TransUnion, the credit reporting behemoth, has revealed a data breach impacting its South African operations. Profit-driven cybercriminals appear to have targeted the firm. In a recent statement, the business told that cybercriminals used a client’s credentials to access a TransUnion South Africa computer. The impacted client’s access was suspended, and some services were put down after the breach’s identification.
According to the corporate entity, only an “isolated server holding limited data” from the company’s South African operations. The attack has been claimed by a gang that purports to be operating out of Brazil. The South African technology news website MyBroadband disclosed that the attackers claim to have taken 4GB of files, including the personal information of 54 million South Africans.
Even though South Africa has approximately 60 million people, TransUnion claims on its Facebook page that it “maintains credit data on more than 24 million credit active South Africans.” The hackers, who go by the moniker N4ughtysecTU, claim to have sought a ransom of $15 million. The extortion attempt has been confirmed by TransUnion, but the company stated that it would not pay the ransom amount.
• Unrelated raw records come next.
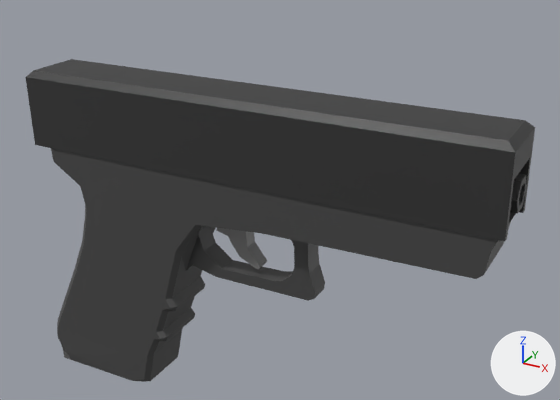
An edit to the Blender file assets/3d/glock18reload.blend, drawn before and after from the same camera.
Rendered twice from a 50 mm lens placed at (2.75, -4.37, 3.68), pointed at (0.23, 0.21, 1.39). The axes (+X, +Y, +Z) are drawn at lower right. The lights are the same throughout.

The older version as bpy lines, for what is in view:
```python
me_cube = bpy.data.meshes.new('Cube')
me_cube.from_pydata(...)  # 20 vertices, 14 faces; spans x -0.93..1.07, y -0.97..1.03, z 1.62..3.62
me_cube.materials.append(mat_dark_grey)  # black #333333
me_cube_003 = bpy.data.meshes.new('Cube.003')
me_cube_003.from_pydata(...)  # 191 vertices, 160 faces; spans x -8.9..9.2, y -1.1..1.2, z -7.3..4.0
me_cube_003.materials.append(mat_grey)  # dark grey #474747
me_cylinder = bpy.data.meshes.new('Cylinder')
me_cylinder.from_pydata(...)  # 24 vertices, 16 faces; spans x 4.94..6.68, y -1.01..0.99, z -16.74..-14.74
me_cylinder.materials.append(mat_dark_grey)  # black #333333
ob_glock_18 = bpy.data.objects.new('glock 18', me_cube_003)
ob_glock_18.location = (0.0, -0.001, 1.169)
ob_glock_18.rotation_euler = (0.0, -6.295, 0.0)  # degrees (0, -361, 0)
ob_glock_18.scale = (0.209, 0.209, 0.209)
ob_løb = bpy.data.objects.new('Løb', me_cylinder)
ob_løb.location = (0.0, -0.001, 1.169)
ob_løb.rotation_euler = (0.0, -4.724, 0.0)  # degrees (0, -271, 0)
ob_løb.scale = (-0.118, -0.118, -0.118)
ob_reload = bpy.data.objects.new('reload', me_cube)
ob_reload.location = (0.0, -0.001, 1.169)
ob_reload.rotation_euler = (0.0, -6.295, 0.0)  # degrees (0, -361, 0)
ob_reload.scale = (1.84, 0.248, 0.295)
# also in view: 'trigger' at (0.02, 0.0, 1.13)
```
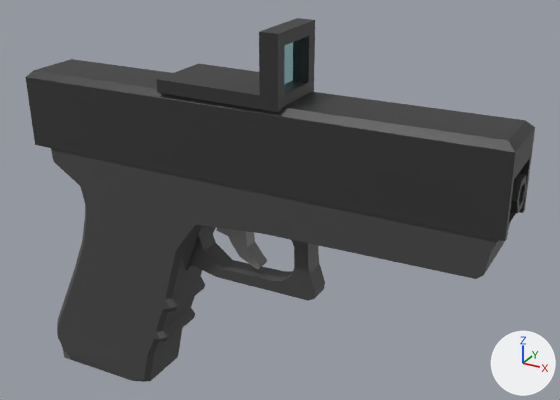
Pixel boxes (x1, y1, x2, y2) of what changed, in the pictures (560 x 400 px):
'RedDot', added: after (156, 18, 315, 112)
    faces in mat_dark_grey (black #333333): (156, 18, 315, 112)
    faces in mat_material (cyan #c1f7ff): (284, 39, 301, 89)

Diff of the bpy script that builds the scene:
```diff
--- a/assets/3d/glock18reload.blend.py
+++ b/assets/3d/glock18reload.blend.py
@@ mat_material @@
+mat_material = principled_material('Material')
+mat_material.base_color = (0.536, 0.927, 1.0)  # cyan #c1f7ff
+mat_material.metallic = 1.0
+mat_material.roughness = 0.0
@@ me_cube_001 @@
+me_cube_001.from_pydata(...)  # 34 vertices, 28 faces; spans x -0.471..0.471, y -0.253..0.253, z -0.156..0.336
+# faces by material slot: [27, 1]
+me_cube_001.materials.append(mat_dark_grey)  # black #333333
+me_cube_001.materials.append(mat_material)  # cyan #c1f7ff
@@ ob_reddot @@
+ob_reddot = bpy.data.objects.new('RedDot', me_cube_001)
+ob_reddot.location = (0.0, -0.001, 2.382)
```

It’s unclear if the hackers used file-encrypting ransomware in the attack or whether they’re just trying to generate money by taking data and threatening to make it public. The hackers claim to have hacked into the networks of many international organizations, including banking institutions and major automobile manufacturers. If confirmed, it’d be the second Brazilian gang to target large corporations. Lapsus$ has claimed responsibility for attacks against NVIDIA, Samsung, Ubisoft, and Vodafone, claiming to have stolen source code in most cases.